You are on page 1of 2

Media Statement

DHS takes full responsibility for the operations of the Department and is committed to fulfilling the DHS
mission which has a primary focus on those living in poverty, elderly and vulnerable adults and individuals with
disabilities. We strive to get it right with our customers and on behalf of taxpayers. In general, the Department
utilizes audits as a management tool and as a part of the continuous quality improvement process.
DHS operates a number of complex programs on behalf of the federal government. There are some challenges
due to the federal design or regulations. There are other items where we can and will improve. DHS disagreed
or agreed in part with the majority of the findings. However, we do agree with the findings related to VR
(Program income, MOE and Federal Reports) and DDS (Federal Report).

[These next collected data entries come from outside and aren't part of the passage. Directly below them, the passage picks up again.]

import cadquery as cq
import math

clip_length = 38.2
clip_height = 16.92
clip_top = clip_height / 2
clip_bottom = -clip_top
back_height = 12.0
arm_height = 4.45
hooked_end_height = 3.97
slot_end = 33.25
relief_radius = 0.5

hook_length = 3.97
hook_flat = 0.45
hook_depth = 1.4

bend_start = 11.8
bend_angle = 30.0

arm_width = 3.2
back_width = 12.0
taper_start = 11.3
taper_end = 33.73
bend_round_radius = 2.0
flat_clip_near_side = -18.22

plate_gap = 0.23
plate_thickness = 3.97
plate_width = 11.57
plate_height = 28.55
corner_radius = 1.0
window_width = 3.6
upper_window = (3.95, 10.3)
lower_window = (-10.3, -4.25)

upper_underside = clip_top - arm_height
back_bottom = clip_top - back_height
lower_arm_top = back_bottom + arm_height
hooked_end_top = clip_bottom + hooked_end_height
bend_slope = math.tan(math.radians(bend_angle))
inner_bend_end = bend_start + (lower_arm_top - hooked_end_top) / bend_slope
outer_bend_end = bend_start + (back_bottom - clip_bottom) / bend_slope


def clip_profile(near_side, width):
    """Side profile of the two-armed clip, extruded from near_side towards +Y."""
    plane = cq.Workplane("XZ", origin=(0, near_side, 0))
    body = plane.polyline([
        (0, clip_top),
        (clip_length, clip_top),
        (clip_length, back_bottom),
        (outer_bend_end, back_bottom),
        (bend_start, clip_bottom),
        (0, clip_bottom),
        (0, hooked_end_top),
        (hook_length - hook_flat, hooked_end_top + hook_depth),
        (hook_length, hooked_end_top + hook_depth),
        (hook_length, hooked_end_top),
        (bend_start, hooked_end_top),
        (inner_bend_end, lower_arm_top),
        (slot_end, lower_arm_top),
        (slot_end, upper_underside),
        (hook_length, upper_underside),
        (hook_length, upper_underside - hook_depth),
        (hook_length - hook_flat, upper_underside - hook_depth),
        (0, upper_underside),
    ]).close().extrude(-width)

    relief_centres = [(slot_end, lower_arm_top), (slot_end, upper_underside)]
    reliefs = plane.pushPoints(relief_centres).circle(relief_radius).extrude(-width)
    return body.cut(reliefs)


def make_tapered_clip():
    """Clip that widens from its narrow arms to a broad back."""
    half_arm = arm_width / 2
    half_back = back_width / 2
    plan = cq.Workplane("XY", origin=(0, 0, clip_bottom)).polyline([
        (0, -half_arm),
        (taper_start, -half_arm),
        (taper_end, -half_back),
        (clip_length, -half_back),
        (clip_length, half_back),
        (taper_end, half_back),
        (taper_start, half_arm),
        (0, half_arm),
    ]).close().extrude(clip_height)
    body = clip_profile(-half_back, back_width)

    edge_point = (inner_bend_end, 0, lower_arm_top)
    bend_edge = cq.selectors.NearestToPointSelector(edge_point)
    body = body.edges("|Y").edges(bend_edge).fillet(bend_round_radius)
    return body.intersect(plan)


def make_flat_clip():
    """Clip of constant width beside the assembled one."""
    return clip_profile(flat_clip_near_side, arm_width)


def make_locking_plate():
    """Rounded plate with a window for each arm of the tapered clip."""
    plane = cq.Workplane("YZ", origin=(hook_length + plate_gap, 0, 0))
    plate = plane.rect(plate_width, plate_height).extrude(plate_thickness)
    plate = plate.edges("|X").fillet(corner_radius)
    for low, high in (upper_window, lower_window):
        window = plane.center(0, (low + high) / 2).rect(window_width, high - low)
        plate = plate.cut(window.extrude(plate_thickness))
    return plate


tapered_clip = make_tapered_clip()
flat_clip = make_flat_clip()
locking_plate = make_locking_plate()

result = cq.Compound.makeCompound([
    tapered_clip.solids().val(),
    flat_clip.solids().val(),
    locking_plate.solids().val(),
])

The Department is concerned by the implication that oversight has worsened since 2011. An assertion of this
nature suggests a lack of sufficient command of the disposition of the Department operations prior to 2011.
DHS has maintained a solution focused posture since 2011 when the Top to Bottom Review was conducted as
the first step. Since that time, by operating as a learning organization, DHS has either identified or learned of
historical problematic practices and addressed them accordingly and will continue to do so. Some of the items
raised in the report by State Audit came to their attention because DHS was actively addressing the issues.

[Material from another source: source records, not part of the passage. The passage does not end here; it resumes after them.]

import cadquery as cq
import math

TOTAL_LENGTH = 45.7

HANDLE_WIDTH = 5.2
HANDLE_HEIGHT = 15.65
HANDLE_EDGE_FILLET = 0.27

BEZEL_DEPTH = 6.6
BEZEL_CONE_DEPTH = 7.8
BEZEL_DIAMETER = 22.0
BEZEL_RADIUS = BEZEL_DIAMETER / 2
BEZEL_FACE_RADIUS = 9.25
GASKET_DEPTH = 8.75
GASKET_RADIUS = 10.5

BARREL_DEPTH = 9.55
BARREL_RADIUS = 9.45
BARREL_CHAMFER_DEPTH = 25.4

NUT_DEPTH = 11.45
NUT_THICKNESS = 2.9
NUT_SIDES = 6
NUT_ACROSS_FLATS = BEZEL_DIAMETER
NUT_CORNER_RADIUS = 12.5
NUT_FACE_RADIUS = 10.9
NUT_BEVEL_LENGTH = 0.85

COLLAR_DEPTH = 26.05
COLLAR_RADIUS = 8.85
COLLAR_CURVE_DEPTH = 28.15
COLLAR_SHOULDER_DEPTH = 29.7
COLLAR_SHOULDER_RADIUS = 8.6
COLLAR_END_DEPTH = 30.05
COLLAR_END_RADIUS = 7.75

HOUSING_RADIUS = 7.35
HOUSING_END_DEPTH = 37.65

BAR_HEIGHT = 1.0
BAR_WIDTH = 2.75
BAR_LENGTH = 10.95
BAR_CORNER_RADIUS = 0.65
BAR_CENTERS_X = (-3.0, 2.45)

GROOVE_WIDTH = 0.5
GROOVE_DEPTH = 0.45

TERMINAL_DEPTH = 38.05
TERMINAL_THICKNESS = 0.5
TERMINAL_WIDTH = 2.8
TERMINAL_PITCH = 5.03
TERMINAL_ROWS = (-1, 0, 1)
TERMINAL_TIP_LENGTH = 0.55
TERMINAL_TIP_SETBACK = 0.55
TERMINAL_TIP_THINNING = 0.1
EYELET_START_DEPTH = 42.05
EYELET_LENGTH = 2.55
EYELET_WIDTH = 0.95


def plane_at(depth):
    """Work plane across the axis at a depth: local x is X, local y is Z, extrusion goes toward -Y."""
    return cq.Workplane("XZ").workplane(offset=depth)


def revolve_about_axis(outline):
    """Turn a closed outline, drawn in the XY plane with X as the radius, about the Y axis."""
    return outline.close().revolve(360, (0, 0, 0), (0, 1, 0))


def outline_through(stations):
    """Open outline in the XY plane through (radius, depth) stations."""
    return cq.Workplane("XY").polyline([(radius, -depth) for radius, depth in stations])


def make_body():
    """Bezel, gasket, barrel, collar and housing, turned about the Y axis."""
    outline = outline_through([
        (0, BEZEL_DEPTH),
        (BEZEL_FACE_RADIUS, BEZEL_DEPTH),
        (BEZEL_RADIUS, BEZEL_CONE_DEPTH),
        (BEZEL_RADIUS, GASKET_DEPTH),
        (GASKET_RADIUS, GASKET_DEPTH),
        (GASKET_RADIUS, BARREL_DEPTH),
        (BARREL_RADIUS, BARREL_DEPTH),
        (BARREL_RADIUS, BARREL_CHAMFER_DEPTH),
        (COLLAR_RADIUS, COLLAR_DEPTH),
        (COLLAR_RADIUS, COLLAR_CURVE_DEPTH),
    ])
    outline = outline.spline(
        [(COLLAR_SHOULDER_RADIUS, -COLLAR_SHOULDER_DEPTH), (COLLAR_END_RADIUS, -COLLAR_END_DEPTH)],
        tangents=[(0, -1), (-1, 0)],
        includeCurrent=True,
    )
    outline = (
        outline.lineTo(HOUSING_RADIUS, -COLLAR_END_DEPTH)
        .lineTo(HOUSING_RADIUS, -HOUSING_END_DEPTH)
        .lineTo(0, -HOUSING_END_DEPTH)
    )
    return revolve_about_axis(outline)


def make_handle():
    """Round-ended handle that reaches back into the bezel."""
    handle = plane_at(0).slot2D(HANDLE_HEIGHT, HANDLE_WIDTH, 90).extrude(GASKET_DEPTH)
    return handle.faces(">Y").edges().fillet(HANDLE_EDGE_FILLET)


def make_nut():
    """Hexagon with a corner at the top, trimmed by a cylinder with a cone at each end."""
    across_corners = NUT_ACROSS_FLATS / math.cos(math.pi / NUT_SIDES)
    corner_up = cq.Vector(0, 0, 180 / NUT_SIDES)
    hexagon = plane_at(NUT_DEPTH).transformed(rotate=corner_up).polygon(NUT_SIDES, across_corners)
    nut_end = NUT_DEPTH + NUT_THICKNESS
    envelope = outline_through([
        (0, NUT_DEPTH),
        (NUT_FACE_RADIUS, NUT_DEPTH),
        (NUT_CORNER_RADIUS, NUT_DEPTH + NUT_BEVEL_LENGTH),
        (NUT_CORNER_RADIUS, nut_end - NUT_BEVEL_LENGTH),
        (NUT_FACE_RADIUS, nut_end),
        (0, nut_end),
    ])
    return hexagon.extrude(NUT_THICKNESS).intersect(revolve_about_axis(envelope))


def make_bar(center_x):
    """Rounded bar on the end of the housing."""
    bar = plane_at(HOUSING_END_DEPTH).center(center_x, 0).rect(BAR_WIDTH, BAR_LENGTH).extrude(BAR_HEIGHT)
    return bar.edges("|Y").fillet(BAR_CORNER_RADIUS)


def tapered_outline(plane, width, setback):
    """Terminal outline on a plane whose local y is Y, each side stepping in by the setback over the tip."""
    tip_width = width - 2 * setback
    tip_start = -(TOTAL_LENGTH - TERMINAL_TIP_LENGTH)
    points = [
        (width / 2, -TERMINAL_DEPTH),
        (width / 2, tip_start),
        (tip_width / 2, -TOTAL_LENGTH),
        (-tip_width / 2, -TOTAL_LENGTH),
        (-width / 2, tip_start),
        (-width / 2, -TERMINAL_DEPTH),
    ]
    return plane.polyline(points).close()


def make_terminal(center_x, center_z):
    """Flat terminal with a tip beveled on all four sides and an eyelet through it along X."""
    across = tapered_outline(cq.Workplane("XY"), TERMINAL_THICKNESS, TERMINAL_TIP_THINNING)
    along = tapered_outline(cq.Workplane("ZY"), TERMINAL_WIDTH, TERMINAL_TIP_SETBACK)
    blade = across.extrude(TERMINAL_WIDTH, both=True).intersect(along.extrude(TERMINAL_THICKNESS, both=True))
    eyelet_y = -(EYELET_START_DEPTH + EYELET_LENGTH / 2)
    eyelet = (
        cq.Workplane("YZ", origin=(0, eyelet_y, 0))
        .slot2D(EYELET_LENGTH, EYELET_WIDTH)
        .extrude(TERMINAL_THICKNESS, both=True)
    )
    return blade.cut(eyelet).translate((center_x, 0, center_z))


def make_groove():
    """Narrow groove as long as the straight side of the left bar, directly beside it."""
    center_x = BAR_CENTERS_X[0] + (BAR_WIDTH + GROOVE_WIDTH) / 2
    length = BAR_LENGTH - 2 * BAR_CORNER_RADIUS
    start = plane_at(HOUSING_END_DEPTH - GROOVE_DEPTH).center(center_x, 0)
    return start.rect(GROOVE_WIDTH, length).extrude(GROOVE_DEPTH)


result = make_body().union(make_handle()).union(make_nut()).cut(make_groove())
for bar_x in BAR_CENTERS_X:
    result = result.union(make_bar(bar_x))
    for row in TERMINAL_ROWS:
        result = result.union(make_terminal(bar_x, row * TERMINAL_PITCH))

It should be noted that no funds have been mishandled or misappropriated by the Department. The funds were
used for their intended purpose. The Department will continue on the course of working to provide quality
service to more than 2 million Tennessean children and vulnerable adults while working to ensure effective
fiscal stewardship on behalf of the taxpayers.
Background Information: Examples Related to the Above
The VR Fiscal issue dated back to at least the 90s and had not been identified by State Audit. We will be the
administration that resolved these issues that had gone unnoticed and unaddressed for many years. It should be
noted that in spite of this, the VR program employment outcomes for individuals with disabilities have nearly
doubled since 2011.
With regard to the childcare case management system, the Department was issued a desupport notice in 1999.
The database was no longer supported after 2003 and the operating system was no longer supported as of 2006.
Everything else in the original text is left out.